A session limit is a hard stop. Hit the limit, Deepline stops calling APIs. No warning.

```bash theme={null}
deepline session limit --dollars 10
```

Check where you stand:

```bash theme={null}
deepline session usage
```

```json theme={null}
{
  "session_id": "abc-123-def",
  "credits_used": 2.45,
  "cost_usd": 2.45,
  "dollar_limit": 10.0,
  "limit_reached": false
}
```

When `limit_reached` flips to `true`, you're done. Clear it with `deepline session limit --clear` if you want to keep going.

\$10-20 is usually enough for exploratory work.

## Monthly caps

Protects you from runaway automation. Forgot a cron job? Monthly cap saves you.

```bash theme={null}
deepline billing --set-monthly-limit 10000
```

Check the state with `deepline billing limit`. Turn it off with `deepline billing --off`.

When you hit the cap, all API calls stop until the next billing cycle. Account-wide, not per-session.

User-level caps are coming. Right now it's account-wide only.

## Automatic sampling

Deepline runs a sample before running your full list. Default behavior.

The exploratory phase tests 2-5 rows depending on list size. Usually costs 10-20 cents. We're checking what data is available, whether endpoints work with your input, and what quality looks like.

| List size | Sample rows | Typical cost |
| --------- | ----------- | ------------ |
| Under 50  | 2 rows      | 5-10 cents   |
| 50-500    | 3 rows      | 10-15 cents  |
| 500+      | 5 rows      | 15-20 cents  |

After the sample, you see results. Then you decide whether to continue.

Skip sampling with `--all` if you know what you're doing. Or pick your own sample size:

```bash theme={null}
# First 10 rows only
deepline enrich --input leads.csv --output enriched.csv --rows 0:10 --with '...'
```

## Why estimates look high

Estimates show worst-case. An estimate might say $50 when actual cost is $5.

Waterfalls short-circuit when a provider returns valid data. Most providers only charge on hits. Validation catches bad data early. The estimate assumes everything fails and retries. That rarely happens.

We err conservative so you never overspend unexpectedly. These estimates get better over time.

See an estimate that doesn't match reality? Run `deepline session send --current-session` to send us the session data. We use it to calibrate.

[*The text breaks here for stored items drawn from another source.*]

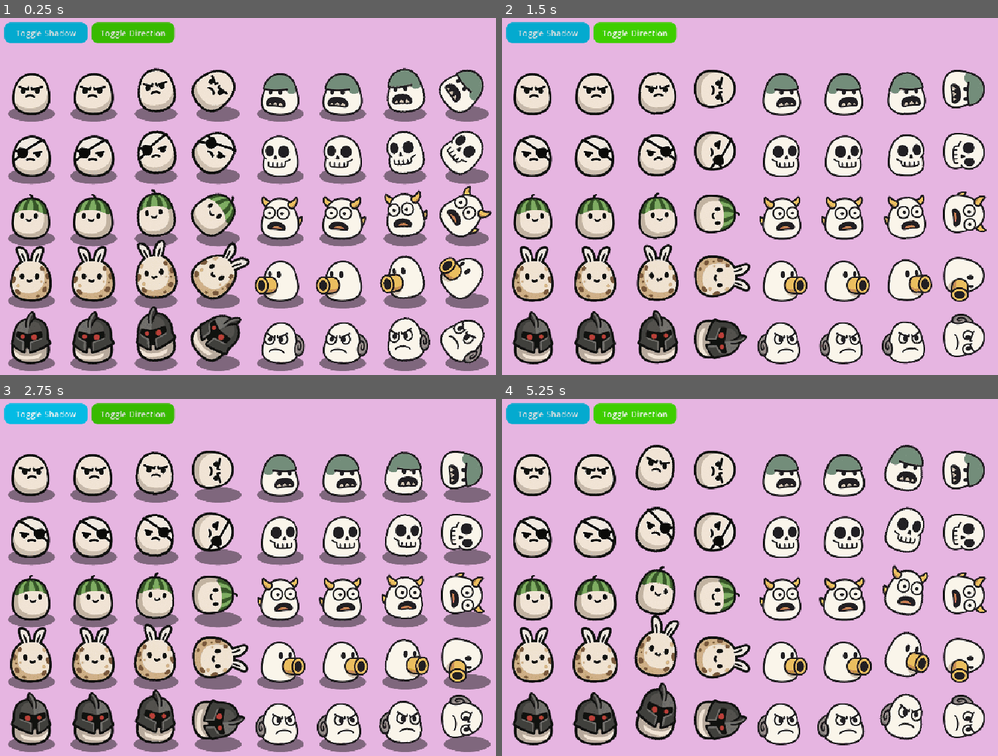
Above: before the commit, frames 1-4 (two rows, left to right).
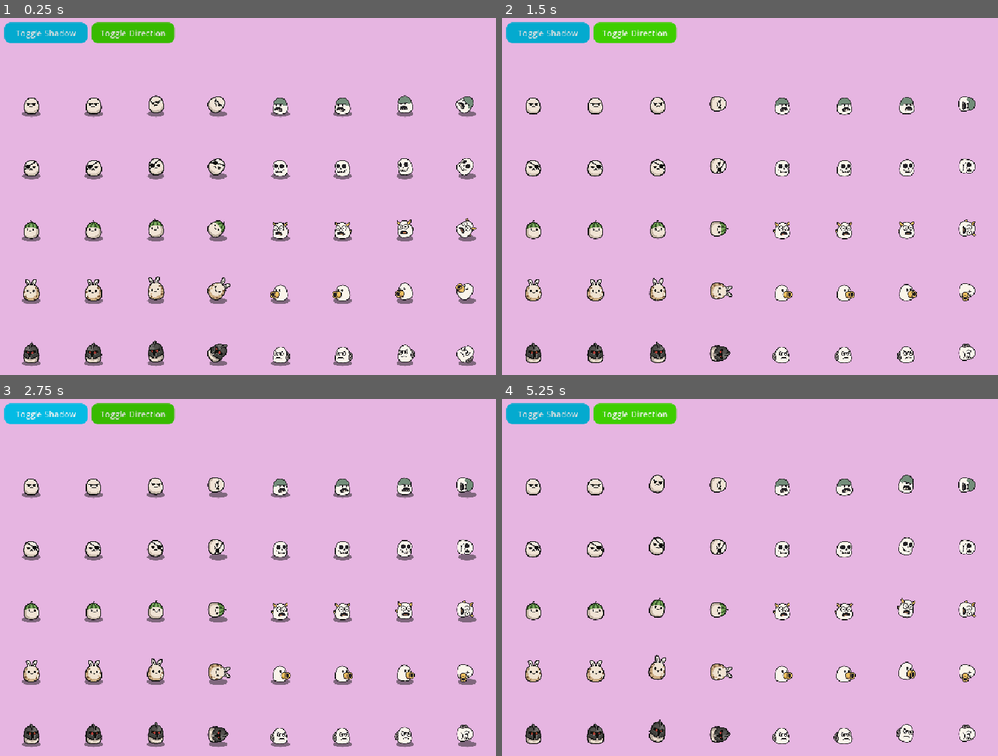
Above: after the commit, the same moments.

Repository: leexiaohui1997/brotato
Game: Godot game, scene res://scenes/dashboard/unit_dashboard/control.tscn
The game is run twice, just before and just after one commit, with the same random seed, the same clock (stepped at 60 frames per second) and the same inputs. The project has no main scene, so this scene is started directly.
Inputs:
- Up to frame 1 (0.25 s): no input
- Up to frame 2 (1.5 s): click "Toggle Shadow" at 0.5 s; click "Toggle Direction" at 1.25 s
- Up to frame 3 (2.75 s): click "Toggle Shadow" at 2 s
- Up to frame 4 (5.25 s): click "Toggle Direction" at 2.75 s; click "Toggle Shadow" at 3.5 s; click "Toggle Direction" at 4.25 s

The runs differ from the first frame. In frame 1, 39% of the frame differs, in the area x 1-100%, y 13-99%; in frame 2, 31%; in frame 3, 39%; in frame 4, 33%.

Commit message:
feat(game): 添加游戏节点与地图/玩家/相机生成
- 新增 GameNode 游戏节点，在 _ready 中生成地图、玩家与跟随相机
- 新增 MapConfig 资源配置地图种子、尺寸、颜色与玩家出生点
- UnitConfig 新增 HeroUnit 与 EnemyUnit 枚举区分英雄与敌人
- 地图生成改用 TILE_SIZE 常量计算尺寸，map_size 类型统一为 Vector2i

Diff:
--- /dev/null
+++ b/scenes/game/game.gd
@@ -0,0 +1,58 @@
+extends Node2D
+class_name GameNode
+
+const MAP_GENERATE = preload("uid://b2c6lrpx36ia1")
+const UNIT_BASE = preload("uid://c1l18o0sk0hw1")
+
+const CAMERA_ZOOM = 1.5
+
+@export var map_config: MapConfig
+@export var player_unit: UnitConfig.HeroUnit
+
+@onready var entities: Node2D = $Entities
+
+var map_node: MapGenerate
+var player: UnitBase
+var camera: Camera2D
+
+## 生成游戏地图
+func generate_map() -> void:
+	map_node = MAP_GENERATE.instantiate()
+	map_node.name = "Map"
+	if map_config:
+		map_node.rng_seed = map_config.map_seed
+		map_node.size_w = map_config.map_size_w
+		map_node.size_h = map_config.map_size_h
+		map_node.shader_color = map_config.map_color
+	add_child(map_node)
+
+## 生成玩家
+func generate_player() -> void:
+	var born_pos := map_config.player_born_pos if map_config else Vector2i(
+		randi_range(0, map_node.map_size.x),
+		randi_range(0, map_node.map_size.y)
+	)
+	player = UNIT_BASE.instantiate()
+	player.name = "Player"
+	player.config = UnitConfig.new()
+	player.config.type = player_unit as UnitConfig.UnitType
+	player.position = born_pos
+	entities.add_child(player)
+
+## 生成相机
+func generate_camera() -> void:
+	camera = Camera2D.new()
+	camera.name = "Camera"
+	camera.zoom = Vector2.ONE * CAMERA_ZOOM
+	camera.position_smoothing_enabled = true
+	camera.position_smoothing_speed = 8.0
+	camera.limit_top = 0
+	camera.limit_left = 0
+	camera.limit_right = map_node.map_size.x
+	camera.limit_bottom = map_node.map_size.y
+	player.add_child(camera)
+
+func _ready() -> void:
+	generate_map()
+	generate_player()
+	generate_camera()
--- /dev/null
+++ b/scenes/game/game.tscn
@@ -0,0 +1,10 @@
+[gd_scene format=3 uid="uid://br2y8ly0bydg6"]
+
+[ext_resource type="Script" uid="uid://btlo0pfq5wfuc" path="res://scenes/game/game.gd" id="1_sul5r"]
+
+[node name="Game" type="Node2D" unique_id=45223946]
+script = ExtResource("1_sul5r")
+player_unit = 4
+
+[node name="Entities" type="Node2D" parent="." unique_id=1909316503]
+z_index = 1
--- /dev/null
+++ b/scenes/map_generate/map_config.gd
@@ -0,0 +1,8 @@
+extends Resource
+class_name MapConfig
+
+@export var map_seed: int
+@export var map_size_w := 20
+@export var map_size_h := 15
+@export var map_color: Color
+@export var player_born_pos: Vector2i
--- a/scenes/map_generate/map_generate.gd
+++ b/scenes/map_generate/map_generate.gd
@@ -3,18 +3,20 @@
 
 const MAP_SHADER = preload("uid://bpkag4ftbs2jm")
 const TILE_MAP_LAYER = preload("uid://cp5lqpua546if")
-const TILE_MAP_SCALE := 0.4
+const TILE_SIZE := 50
+const TILE_MAP_SCALE := TILE_SIZE / 125.0
 
 @export var size_w := 20
 @export var size_h := 15
 @export var rng_seed := 0
 @export var shader_color: Color = "#009d00"
 
-var map_size: Vector2
+var map_size: Vector2i
 var rng: RandomNumberGenerator
 
 func generate() -> void:
 	var map_layer := Node2D.new()
+	map_layer.name = "MapLayers"
 	for i in range(3):
 		var layer := TILE_MAP_LAYER.instantiate() as MapGenerateTile
 		layer.name = ["BG", "Shadow", "Deco"][i]
@@ -27,7 +29,7 @@
 				layer.set_cell(Vector2i(x, y), 0, atlas_coords)
 		map_layer.add_child(layer)
 		if i == 0:
-			map_size = layer.map_to_local(layer.get_used_rect().end) * TILE_MAP_SCALE
+			map_size = layer.get_used_rect().end * TILE_SIZE
 	map_layer.material = create_material()
 	map_layer.scale = Vector2.ONE * TILE_MAP_SCALE
 	add_child(map_layer)
--- a/scenes/units/base/unit_base.tscn
+++ b/scenes/units/base/unit_base.tscn
@@ -56,7 +56,7 @@
 
 [sub_resource type="Animation" id="Animation_tu5xx"]
 resource_name = "die"
-length = 0.39999999999999997
+length = 0.4
 step = 0.05
 tracks/0/type = "value"
 tracks/0/imported = false
@@ -227,6 +227,7 @@
 script = ExtResource("1_6u7cx")
 
 [node name="Visuals" type="Node2D" parent="." unique_id=1428362940]
+scale = Vector2(0.4, 0.4)
 
 [node name="Shadow" type="Sprite2D" parent="Visuals" unique_id=120105385]
 unique_name_in_owner = true
--- a/scenes/units/base/unit_config.gd
+++ b/scenes/units/base/unit_config.gd
@@ -14,6 +14,22 @@
 	Rage
 }
 
+enum HeroUnit {
+	Grump,
+	Pirate,
+	Melon,
+	Bunny,
+	Knight
+}
+
+enum EnemyUnit {
+	Soldier = UnitType.Soldier,
+	Skull,
+	Devil,
+	Sniper,
+	Rage
+}
+
 @export var type: UnitType
 @export var show_shadow := true
 @export_enum("RESET", "idle", "move", "die") var animation := "idle"
Not shown, added: scenes/game/game.gd.uid
Not shown, added: scenes/map_generate/map_config.gd.uid

## Running your first enrichment

Set a limit:

```bash theme={null}
deepline session limit --dollars 10
```

Check your balance:

```bash theme={null}
deepline billing balance
```

Run the default sample (2-5 rows):

```bash theme={null}
deepline enrich --input leads.csv --output enriched.csv \
  --with '{"alias":"email","tool":"name_and_domain_to_email_waterfall","payload":{"first_name":"{{first_name}}","last_name":"{{last_name}}","domain":"{{domain}}"}}'
```

Look at the results. Check what you spent with `deepline session usage`.

If the sample looks good:

```bash theme={null}
deepline enrich --input leads.csv --output enriched.csv --all \
  --with '{"alias":"email","tool":"name_and_domain_to_email_waterfall","payload":{"first_name":"{{first_name}}","last_name":"{{last_name}}","domain":"{{domain}}"}}'
```

## Large lists (1000+ rows)

Start with 10 rows:

```bash theme={null}
deepline enrich --input leads.csv --output enriched.csv --rows 0:10 --with '...'
```

Check per-row cost. Multiply by total rows. Set your limit slightly above that, then run full.

## Monitoring

```bash theme={null}
# This session
deepline session usage

# Account balance
deepline billing balance

# Monthly limit state
deepline billing limit

# Recent calls
deepline billing usage --limit 50

# Export to CSV
deepline billing history --time 1m --output usage.csv
```

## FAQ

**How do I set a spending limit?**

`deepline session limit --dollars N` for per-session. `deepline billing --set-monthly-limit N` for monthly.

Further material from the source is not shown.